The federal government relies heavily on contractors, but the FTCA covers only “employees.”[7] Recovery for contractor conduct is possible only if the government so controls the detailed physical performance that the person functions as a federal employee. Courts often treat contract physicians as independent professionals.
Volunteers and certain non-federal actors can be deemed federal employees for FTCA purposes (e.g., some VA volunteer transportation roles[8]). Confirm the actor’s status and relationship to the government before proceeding.
Prepare for a Bench Trial
FTCA claimants are not entitled to a jury.[9] When it’s time for trial, communicate with the court; judges usually conduct bench trials very differently from jury trials. If there is a non-federal co-defendant, you may end up in the unusual situation of trying a case to a judge as to one defendant and a jury as to the other.
Consider consenting to trial before a federal magistrate judge. In the District of Nevada, a certain number federal cases are automatically assigned to the magistrate judges.[10] Either party can opt out and request that the case be heard by a district court judge. If your case is assigned to a district court judge, you can consent to trial by the magistrate judges. Because they do not hear felony criminal cases, magistrate judges can often hear cases sooner and make more firm trial settings. It is a good option to speed cases along.
Nevada’s Substantive Law Applies
The FTCA does not create any cause of action. Instead, under the FTCA, the United States is liable, “in the same manner and to the same extent as a private individual under like circumstances” under state law.[11] This means that Nevada’s tort law applies in FTCA cases, including substantive limitations on liability, such as the medical malpractice cap. Nevada procedural rules such as statutes of limitations do not apply.
Nevada’s limitations on suing state and local governmental actors do not apply because the United States’ liability is the same as that of a “private individual,” not a state or municipal actor.
The Discretionary Function Exception
In 2010, park rangers at Olympic National Park were repeatedly told by park visitors that a rogue mountain goat was accosting hikers on a popular park trail. The rangers failed to act to remove the animal. Unfortunately, the goat gored a hiker to death. That sounds like a pretty good case for the plaintiff, right?
One of the most challenging—perhaps frustrating—defenses available to the government in FTCA cases arises from the discretionary function exception, which precludes recovery “based upon the exercise or performance or the failure to exercise or perform a discretionary function or duty … whether or not the discretion involved be abused.”[12]
In the goat case, the government argued that the rangers exercised discretion in failing to remove the goat, and that their inaction was a protected policy decision. The Ninth Circuit agreed and the claim was barred.[13]
The exception rests on separation-of-powers principles and prevents courts from second-guessing executive policy through tort suits. Discretionary, policy-driven conduct is shielded, but application is fact-specific and often litigated.
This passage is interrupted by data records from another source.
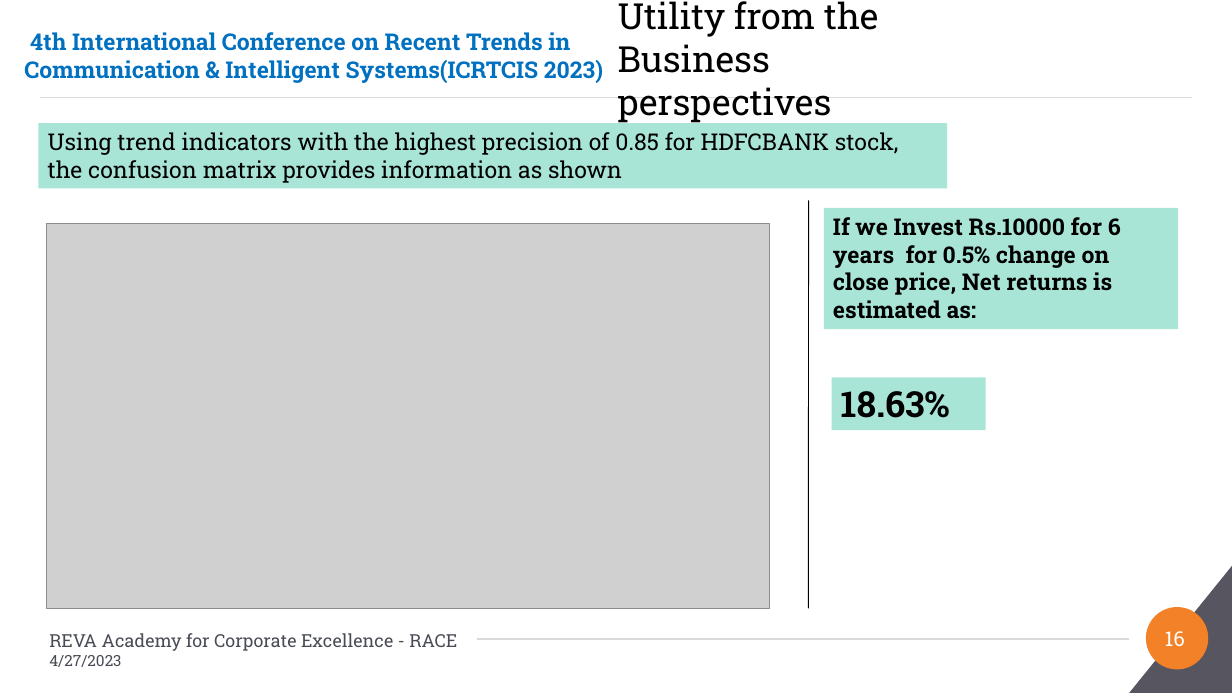
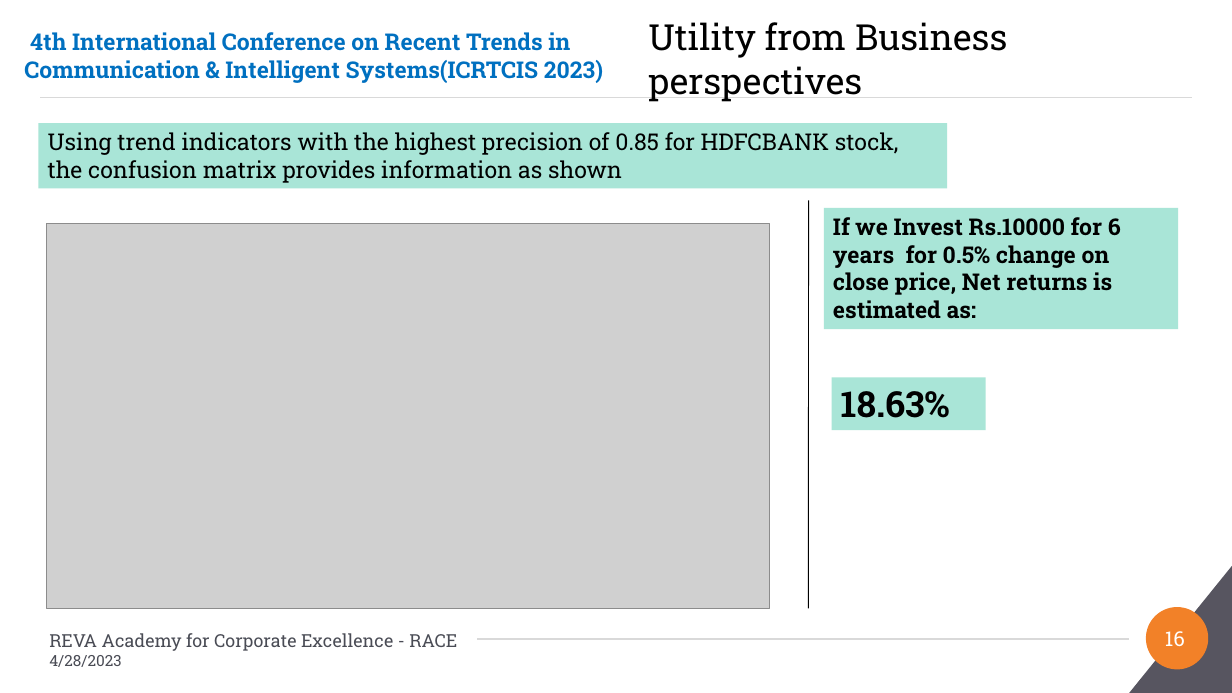
Before and after one commit to Embedded-org/ACCOMPLISHMENTS, a slide deck: slide 16 of RACE_CAPSTONE_PROJECT2/Conference_Paper2/PaperID-180_Direction Detection of Select Stocks with Machine Learning.pptx. Drawn at 1232x693 pixels with LibreOffice and Linux fonts; fonts in the diff are those of the drawing; grey boxes stand for pictures; background and template pictures are left out. Boxes give left, top, right and bottom in pixels: in the first picture for what was removed or moved away, otherwise in the second. Text is boxed around its words. In the diff, an @@ line names an element or a change of style, - is before the commit and + after.

```diff
--- a/RACE_CAPSTONE_PROJECT2/Conference_Paper2/PaperID-180_Direction Detection of Select Stocks with Machine Learning.pptx
+++ b/RACE_CAPSTONE_PROJECT2/Conference_Paper2/PaperID-180_Direction Detection of Select Stocks with Machine Learning.pptx
@@ title at (648, 22, 1007, 102): text changed @@
-Utility from the
-Business perspectives
+Utility from Business perspectives
@@ text at (49, 655, 121, 667): text changed @@
-4/27/2023
+4/28/2023
```
Also in this commit, not shown: 22 other slides changed.

Routine activities like driving, providing medical care, and maintaining premises generally fall outside the exception. For complex fact patterns, analyze the defense early.
The government is assertive about the discretionary function defense. When your case may involve the discretionary function exception, carefully review agency regulations, policies, and other materials to show that agency officials did not have discretion to engage in the tortious conduct, and that it was not the result of a policy choice. Jurisdictional discovery may be necessary.
Conclusion
FTCA cases can be challenging, but they reward careful lawyering, ensure that the government is held accountable for injuries, and provide justice for tort victims.